I walked every part of thailand and rescued and translated all the old documents, videotaped all the old masters of muay some of which very people even thais know exist including one master who is approaching 100 in the northeast.  I correlated that with actual training in muay boran at the grade school level, high school level and college level with the instructors and with the classes.  My knowledge also comes from the actual texts i inherited and the actual documentation of the original systems.  This is the three fold research including my training starting in 1992 with the last of the masters across thailand.

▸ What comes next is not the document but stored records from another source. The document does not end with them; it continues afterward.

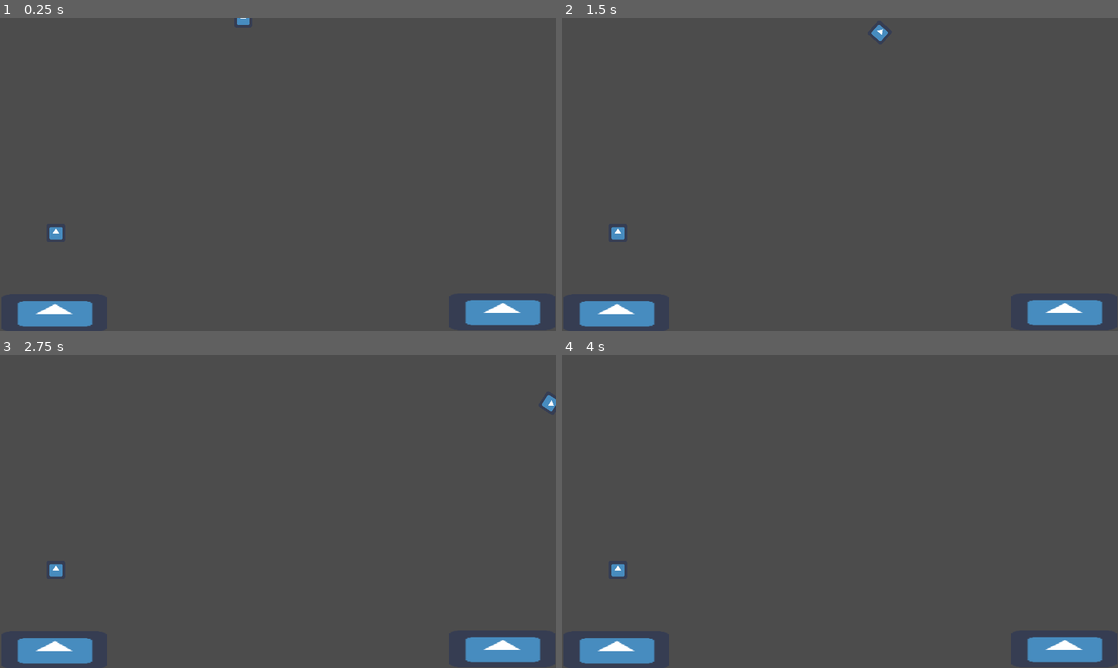
Above: before the commit, frames 1-4 (two rows, left to right).
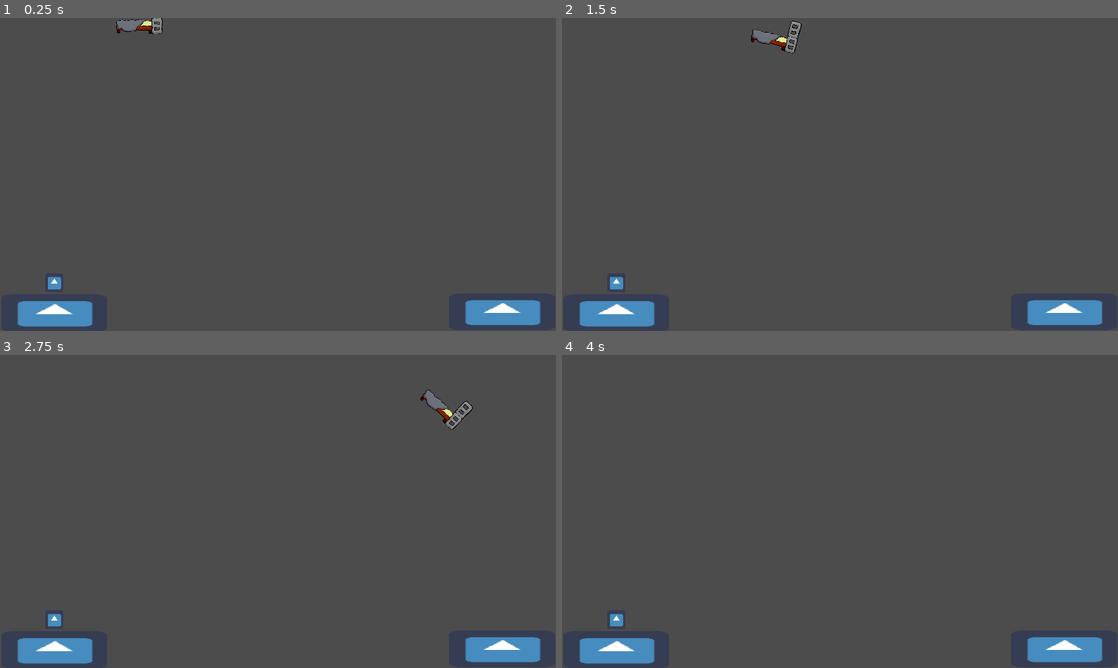
Above: after the commit, the same moments.

Repository: Delfrank94/GGJ20
Game: Godot game, scene res://Level.tscn
The game is run twice, just before and just after one commit, with the same random seed, the same clock (stepped at 60 frames per second) and the same inputs. The engine's default icon, where the game draws it, is replaced by a stand-in: a white triangle on a blue panel in a dark square.
Inputs:
- Up to frame 1 (0.25 s): no input
- Up to frame 2 (1.5 s): hold Up (ui_up) 0.53-1.28 s; hold Right (ui_right) from 0.53 s (still down); tap Up (ui_up) at 1.35 s
- Up to frame 3 (2.75 s): tap Up (ui_up) at 1.52, 1.82 s; release Right (ui_right) at 2.03 s; hold Left (ui_left) from 2.03 s (still down); hold Up (ui_up) from 2.03 s (still down)
- Up to frame 4 (4 s): release Left (ui_left) at 2.78 s; release Up (ui_up) at 2.78 s; hold Right (ui_right) from 2.78 s (still down); tap Up (ui_up) at 2.85, 3.02, 3.32 s; hold Up (ui_up) from 3.53 s (still down)

The runs differ from the first frame. In frame 1, 0.5% of the frame differs, in the area x 8-45%, y 0-87%; in frame 2, 0.7%, in the area x 8-59%, y 0-87%; in frame 3, 0.7%; in frame 4, 0.2%.

Commit message:
Added pieces desings

Diff:
--- a/Level.gd
+++ b/Level.gd
@@ -1,12 +1,18 @@
 extends Node2D
 
-onready var pieceScene = load("res://BoxPiece.tscn")
+export onready var pieceScenes = [
+						load("res://Pieces/BoxPiece.tscn"),
+						load("res://Pieces/IPiece.tscn"),
+						load("res://Pieces/L2Piece.tscn"),
+						load("res://Pieces/LPiece.tscn"),
+						load("res://Pieces/SPiece.tscn"),
+						load("res://Pieces/TPiece.tscn")]
 onready var pieces = $Pieces
 var currentPiece
 var paying
 var dropNewPiece = true
 var timeout = false
-export var creationMargins = Vector2(0,0)
+export var creationMargins = Vector2(300,300)
 
 func _ready():
 	randomize()
@@ -18,7 +24,9 @@
 			creationMargins.x,get_viewport_rect().size.x/2 - creationMargins.y),
 			 0)
 		dropNewPiece = false
-		currentPiece = pieceScene.instance()
+		pieceScenes.shuffle()
+		var nextPiece = pieceScenes[0]
+		currentPiece = nextPiece.instance()
 		currentPiece.position = newPiecePosition
 		pieces.add_child(currentPiece)
 		currentPiece.connect("landed",self,"onPieceLanded")
@@ -29,7 +37,6 @@
 			yield(get_tree().create_timer(.5),"timeout")
 			dropNewPiece = true
 
-
 func _on_Timer_timeout():
 	print("TIEMPOOOOO")
 	timeout = true
--- a/Level.tscn
+++ b/Level.tscn
@@ -50,11 +50,12 @@
 shape = SubResource( 2 )
 
 [node name="Timer" type="Timer" parent="."]
-wait_time = 5.095
+wait_time = 10.0
 one_shot = true
 autostart = true
 
 [node name="Player" parent="." instance=ExtResource( 3 )]
+position = Vector2( 185.633, 922.489 )
 
 [node name="Pieces" type="Node2D" parent="."]
 [connection signal="timeout" from="Timer" to="." method="_on_Timer_timeout"]
--- a/Piece.gd
+++ b/Piece.gd
@@ -8,7 +8,7 @@
 func _physics_process(_delta):
 	if active:
 		if Input.is_action_pressed("ui_up"):
-			apply_torque_impulse(25)
+			apply_torque_impulse(50)
 		if Input.is_action_pressed("ui_left"):
 			apply_impulse(Vector2.ZERO,Vector2.LEFT * moveForce)
 		if Input.is_action_pressed("ui_right"):
--- a/Piece.tscn
+++ b/Piece.tscn
@@ -4,11 +4,12 @@
 [ext_resource path="res://Piece.gd" type="Script" id=2]
 
 [sub_resource type="PhysicsMaterial" id=1]
-bounce = 0.454
+bounce = 0.5
 absorbent = true
 
 [node name="Piece" type="RigidBody2D"]
 physics_material_override = SubResource( 1 )
+gravity_scale = 3.0
 script = ExtResource( 2 )
 
 [node name="Area2D" type="Area2D" parent="."]
--- a/BoxPiece.tscn
+++ b/Pieces/BoxPiece.tscn
@@ -1,22 +1,20 @@
-[gd_scene load_steps=5 format=2]
+[gd_scene load_steps=6 format=2]
 
 [ext_resource path="res://Piece.tscn" type="PackedScene" id=1]
+[ext_resource path="res://arte/assets/piece_o.png" type="Texture" id=2]
 
 [sub_resource type="PhysicsMaterial" id=2]
 
 [sub_resource type="RectangleShape2D" id=3]
-extents = Vector2( 36.8233, 37.1531 )
+extents = Vector2( 63.1606, 63.5476 )
 
 [sub_resource type="RectangleShape2D" id=1]
-extents = Vector2( 30.9791, 31.7738 )
+extents = Vector2( 56.3587, 55.3854 )
 
 [node name="BoxPiece" instance=ExtResource( 1 )]
 physics_material_override = SubResource( 2 )
 gravity_scale = 0.5
 moveForce = 10
-
-[node name="Area2D" parent="." index="0"]
-visible = false
 
 [node name="CollisionShape2D" parent="Area2D" index="0"]
 modulate = Color( 0.996078, 0.0509804, 0.0509804, 1 )
@@ -26,6 +24,6 @@
 shape = SubResource( 1 )
 
 [node name="icon" parent="." index="2"]
-position = Vector2( -0.416084, -0.416084 )
-scale = Vector2( 0.986997, 0.986997 )
+scale = Vector2( 0.426843, 0.426843 )
+texture = ExtResource( 2 )
 [connection signal="body_entered" from="Area2D" to="." method="_on_Area2D_body_entered"]
--- /dev/null
+++ b/Pieces/IPiece.tscn
@@ -0,0 +1,30 @@
+[gd_scene load_steps=6 format=2]
+
+[ext_resource path="res://Piece.tscn" type="PackedScene" id=1]
+[ext_resource path="res://arte/assets/piece_i.png" type="Texture" id=2]
+
+[sub_resource type="PhysicsMaterial" id=1]
+
+[sub_resource type="RectangleShape2D" id=2]
+extents = Vector2( 111.41, 36.3448 )
+
+[sub_resource type="RectangleShape2D" id=3]
+extents = Vector2( 105.738, 30.0423 )
+
+[node name="BoxPiece" instance=ExtResource( 1 )]
+physics_material_override = SubResource( 1 )
+gravity_scale = 0.5
+moveForce = 10
+
+[node name="CollisionShape2D" parent="Area2D" index="0"]
+modulate = Color( 0.996078, 0.0509804, 0.0509804, 1 )
+shape = SubResource( 2 )
+
+[node name="CollisionShape2D" parent="." index="1"]
+position = Vector2( 1.89076, 0.630249 )
+shape = SubResource( 3 )
+
+[node name="icon" parent="." index="2"]
+scale = Vector2( 0.426843, 0.426843 )
+texture = ExtResource( 2 )
+[connection signal="body_entered" from="Area2D" to="." method="_on_Area2D_body_entered"]
--- /dev/null
+++ b/Pieces/L2Piece.tscn
@@ -0,0 +1,38 @@
+[gd_scene load_steps=7 format=2]
+
+[ext_resource path="res://Piece.tscn" type="PackedScene" id=1]
+[ext_resource path="res://arte/assets/piece_l2.png" type="Texture" id=2]
+
+[sub_resource type="PhysicsMaterial" id=1]
+
+[sub_resource type="RectangleShape2D" id=2]
+extents = Vector2( 80.8978, 59.872 )
+
+[sub_resource type="RectangleShape2D" id=3]
+extents = Vector2( 57.4525, 25.1768 )
+
+[sub_resource type="RectangleShape2D" id=4]
+extents = Vector2( 19.8266, 56.8783 )
+
+[node name="BoxPiece" instance=ExtResource( 1 )]
+physics_material_override = SubResource( 1 )
+gravity_scale = 0.5
+moveForce = 10
+
+[node name="CollisionShape2D" parent="Area2D" index="0"]
+modulate = Color( 0.996078, 0.0509804, 0.0509804, 1 )
+position = Vector2( 2.39495, -0.59874 )
+shape = SubResource( 2 )
+
+[node name="CollisionShape2D" parent="." index="1"]
+position = Vector2( -20.2625, 29.9684 )
+shape = SubResource( 3 )
+
+[node name="icon" parent="." index="2"]
+scale = Vector2( 0.426843, 0.426843 )
+texture = ExtResource( 2 )
+
+[node name="CollisionShape2D2" type="CollisionShape2D" parent="." index="3"]
+position = Vector2( 62.2686, 2.14577e-06 )
+shape = SubResource( 4 )
+[connection signal="body_entered" from="Area2D" to="." method="_on_Area2D_body_entered"]
--- /dev/null
+++ b/Pieces/LPiece.tscn
@@ -0,0 +1,39 @@
+[gd_scene load_steps=7 format=2]
+
+[ext_resource path="res://Piece.tscn" type="PackedScene" id=1]
+[ext_resource path="res://arte/assets/piece_l1.png" type="Texture" id=2]
+
+[sub_resource type="PhysicsMaterial" id=5]
+
+[sub_resource type="RectangleShape2D" id=6]
+extents = Vector2( 98.2611, 59.872 )
+
+[sub_resource type="RectangleShape2D" id=7]
+extents = Vector2( 50.2676, 29.3679 )
+
+[sub_resource type="RectangleShape2D" id=4]
+extents = Vector2( 43.1774, 55.6808 )
+
+[node name="BoxPiece" instance=ExtResource( 1 )]
+physics_material_override = SubResource( 5 )
+gravity_scale = 0.5
+moveForce = 10
+
+[node name="CollisionShape2D" parent="Area2D" index="0"]
+modulate = Color( 0.996078, 0.0509804, 0.0509804, 1 )
+position = Vector2( 6.5861, -20.3571 )
+shape = SubResource( 6 )
+
+[node name="CollisionShape2D" parent="." index="1"]
+position = Vector2( 46.796, 8.41383 )
+shape = SubResource( 7 )
+
+[node name="icon" parent="." index="2"]
+position = Vector2( 1.19747, -16.7646 )
+scale = Vector2( 0.426843, 0.426843 )
+texture = ExtResource( 2 )
+
+[node name="CollisionShape2D2" type="CollisionShape2D" parent="." index="3"]
+position = Vector2( -44.3066, -20.3571 )
+shape = SubResource( 4 )
+[connection signal="body_entered" from="Area2D" to="." method="_on_Area2D_body_entered"]
--- /dev/null
+++ b/Pieces/SPiece.tscn
@@ -0,0 +1,37 @@
+[gd_scene load_steps=7 format=2]
+
+[ext_resource path="res://Piece.tscn" type="PackedScene" id=1]
+[ext_resource path="res://arte/assets/piece_s1.png" type="Texture" id=2]
+
+[sub_resource type="PhysicsMaterial" id=1]
+
+[sub_resource type="RectangleShape2D" id=2]
+extents = Vector2( 79.7003, 58.6745 )
+
+[sub_resource type="RectangleShape2D" id=3]
+extents = Vector2( 56.255, 27.5717 )
+
+[sub_resource type="RectangleShape2D" id=4]
+extents = Vector2( 53.9546, 26.3427 )
+
+[node name="BoxPiece" instance=ExtResource( 1 )]
+physics_material_override = SubResource( 1 )
+gravity_scale = 0.5
+moveForce = 10
+
+[node name="icon" parent="." index="0"]
+scale = Vector2( 0.426843, 0.426843 )
+texture = ExtResource( 2 )
+
+[node name="CollisionShape2D" parent="Area2D" index="0"]
+modulate = Color( 0.996078, 0.0509804, 0.0509804, 1 )
+shape = SubResource( 2 )
+
+[node name="CollisionShape2D" parent="." index="2"]
+position = Vector2( -23.2562, 24.5797 )
+shape = SubResource( 3 )
+
+[node name="CollisionShape2D2" type="CollisionShape2D" parent="." index="3"]
+position = Vector2( 19.7583, -29.9369 )
+shape = SubResource( 4 )
+[connection signal="body_entered" from="Area2D" to="." method="_on_Area2D_body_entered"]
--- /dev/null
+++ b/Pieces/TPiece.tscn
@@ -0,0 +1,37 @@
+[gd_scene load_steps=7 format=2]
+
+[ext_resource path="res://Piece.tscn" type="PackedScene" id=1]
+[ext_resource path="res://arte/assets/piece_t.png" type="Texture" id=2]
+
+[sub_resource type="PhysicsMaterial" id=1]
+
+[sub_resource type="RectangleShape2D" id=2]
+extents = Vector2( 80.8978, 57.477 )
+
+[sub_resource type="RectangleShape2D" id=3]
+extents = Vector2( 77.8095, 32.9603 )
+
+[sub_resource type="RectangleShape2D" id=4]
+extents = Vector2( 26.4127, 55.0821 )
+
+[node name="BoxPiece" instance=ExtResource( 1 )]
+physics_material_override = SubResource( 1 )
+gravity_scale = 0.5
+moveForce = 10
+
+[node name="icon" parent="." index="0"]
+scale = Vector2( 0.426843, 0.426843 )
+texture = ExtResource( 2 )
+
+[node name="CollisionShape2D" parent="Area2D" index="0"]
+modulate = Color( 0.996078, 0.0509804, 0.0509804, 1 )
+shape = SubResource( 2 )
+
+[node name="CollisionShape2D" parent="." index="2"]
+position = Vector2( -1.70166, 23.981 )
+shape = SubResource( 3 )
+
+[node name="CollisionShape2D2" type="CollisionShape2D" parent="." index="3"]
+position = Vector2( -2.99369, -0.598736 )
+shape = SubResource( 4 )
+[connection signal="body_entered" from="Area2D" to="." method="_on_Area2D_body_entered"]
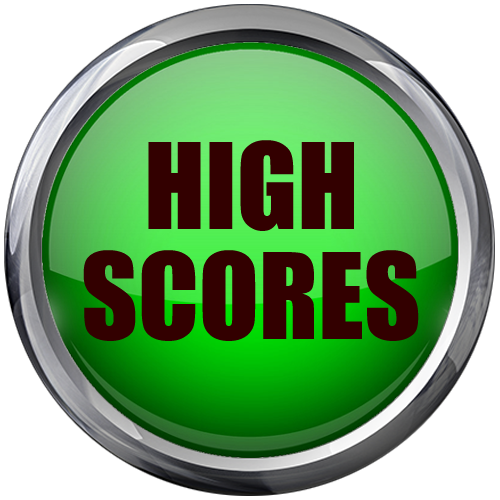
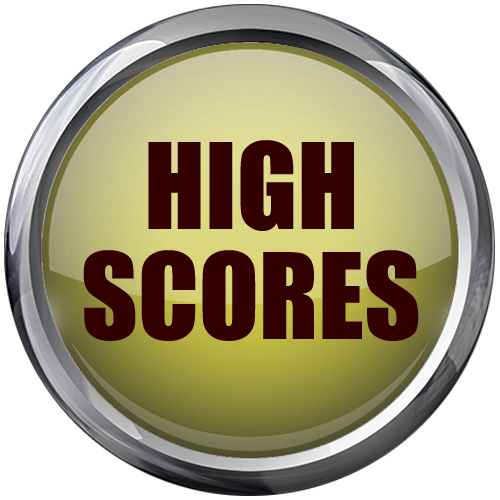
Comparing the layer stacks of the two 500x500 images. Changes:
painted on "Ebene 2" over [42, 42, 458, 458]
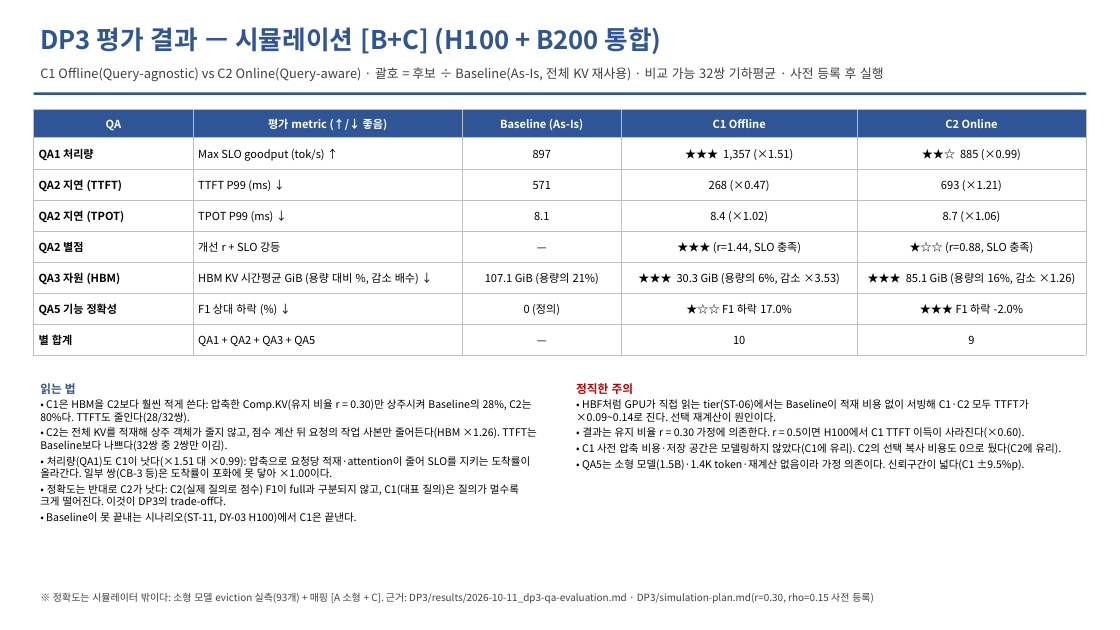
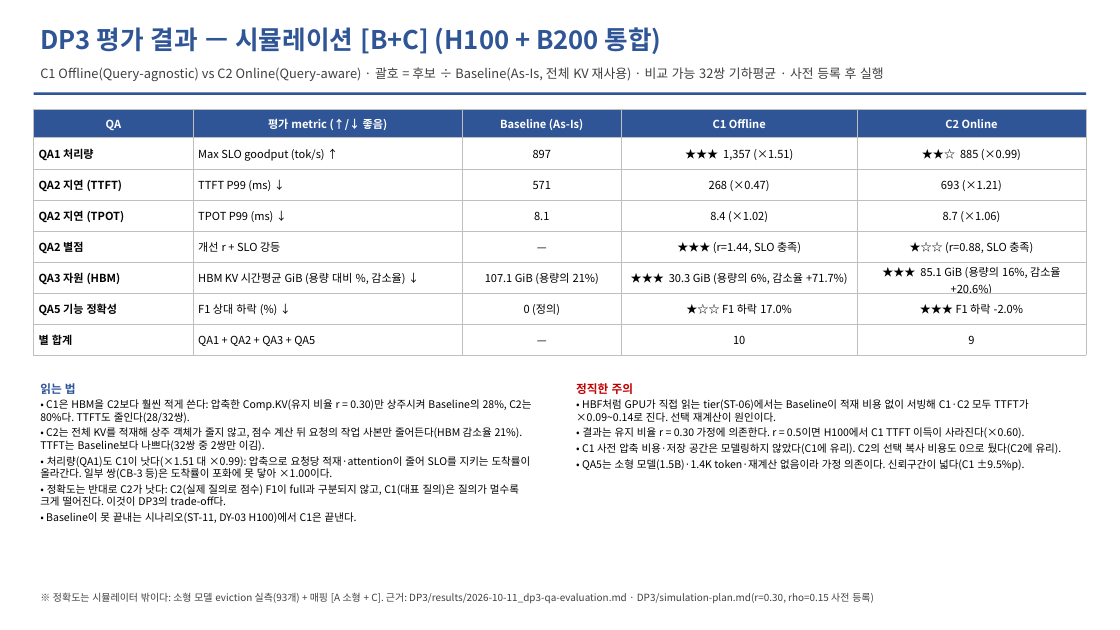
Before and after one commit to mkim0628/vllm, a slide deck: slide 22 of doc-mk/DP-overview-qa-unified.pptx. Drawn at 1120x630 pixels with LibreOffice and Linux fonts; fonts in the diff are those of the drawing. Boxes give left, top, right and bottom in pixels: in the first picture for what was removed or moved away, otherwise in the second. Text is boxed around its words. In the diff, an @@ line names an element or a change of style, - is before the commit and + after.

```diff
--- a/doc-mk/DP-overview-qa-unified.pptx
+++ b/doc-mk/DP-overview-qa-unified.pptx
@@ table at box(34, 109, 1086, 355) @@
-row 6: QA3 자원 (HBM) | HBM KV 시간평균 GiB (용량 대비 %, 감소 배수) ↓ | 107.1 GiB (용량의 21%) | ★★★ 30.3 GiB (용량의 6%, 감소 ×3.53) | ★★★ 85.1 GiB (용량의 16%, 감소 ×1.26)
+row 6: QA3 자원 (HBM) | HBM KV 시간평균 GiB (용량 대비 %, 감소율) ↓ | 107.1 GiB (용량의 21%) | ★★★ 30.3 GiB (용량의 6%, 감소율 +71.7%) | ★★★ 85.1 GiB (용량의 16%, 감소율 +20.6%)
@@ text at box(40, 427, 523, 451): text changed @@
-• C2는 전체 KV를 적재해 상주 객체가 줄지 않고, 점수 계산 뒤 요청의 작업 사본만 줄어든다(HBM ×1.26). TTFT는 Baseline보다 나쁘다(32쌍 중 2쌍만 이김).
+• C2는 전체 KV를 적재해 상주 객체가 줄지 않고, 점수 계산 뒤 요청의 작업 사본만 줄어든다(HBM 감소율 21%). TTFT는 Baseline보다 나쁘다(32쌍 중 2쌍만 이김).
```
Also in this commit, not shown: 11 other slides changed, 6 other files.

My book The Vanishing Flame will clear this mess up once and for all with the programs of phys ed muay boran vs the actual systems side by side and then it will all be clear. Thus far all the writing in the english language is a confusion since the people dont understand who are writing about and havent done the research nor the training nor a combination of both.


----------



## Truong

When will your book be published? If possible i'd like to get a copy directly from you..I'll PM you


----------



## Thunder Foot

blackdiamondcobra,

Thank you for the informative post. I am familiar with most of the chain of events that you mentioned, and I am in disagreement. Not with what you said, but with the outcome of events. Because Muay Boran was used before this "Physical Education Department" (by the way, can you specify exactly what is the function of this Department, and what organization they are affiliated with? Just for clarification purposes) decided to make a composite of the Boran styles, as was previously stated. This is unacceptable and disrespectful in the world of Martial Arts as a whole in my opinion.  If someone were to do the same to "Gung Fu" for example, they would not be accepted... because you can't create that which already exists. In example, I can't take Wing Chun Gung Fu, Hung Gar Gung Fu, Bagua Gung Fu.... combine them, and then proceed to call my newly developed composite style, *"Gung Fu"* completely ignoring the fact that Gung Fu _already exists_.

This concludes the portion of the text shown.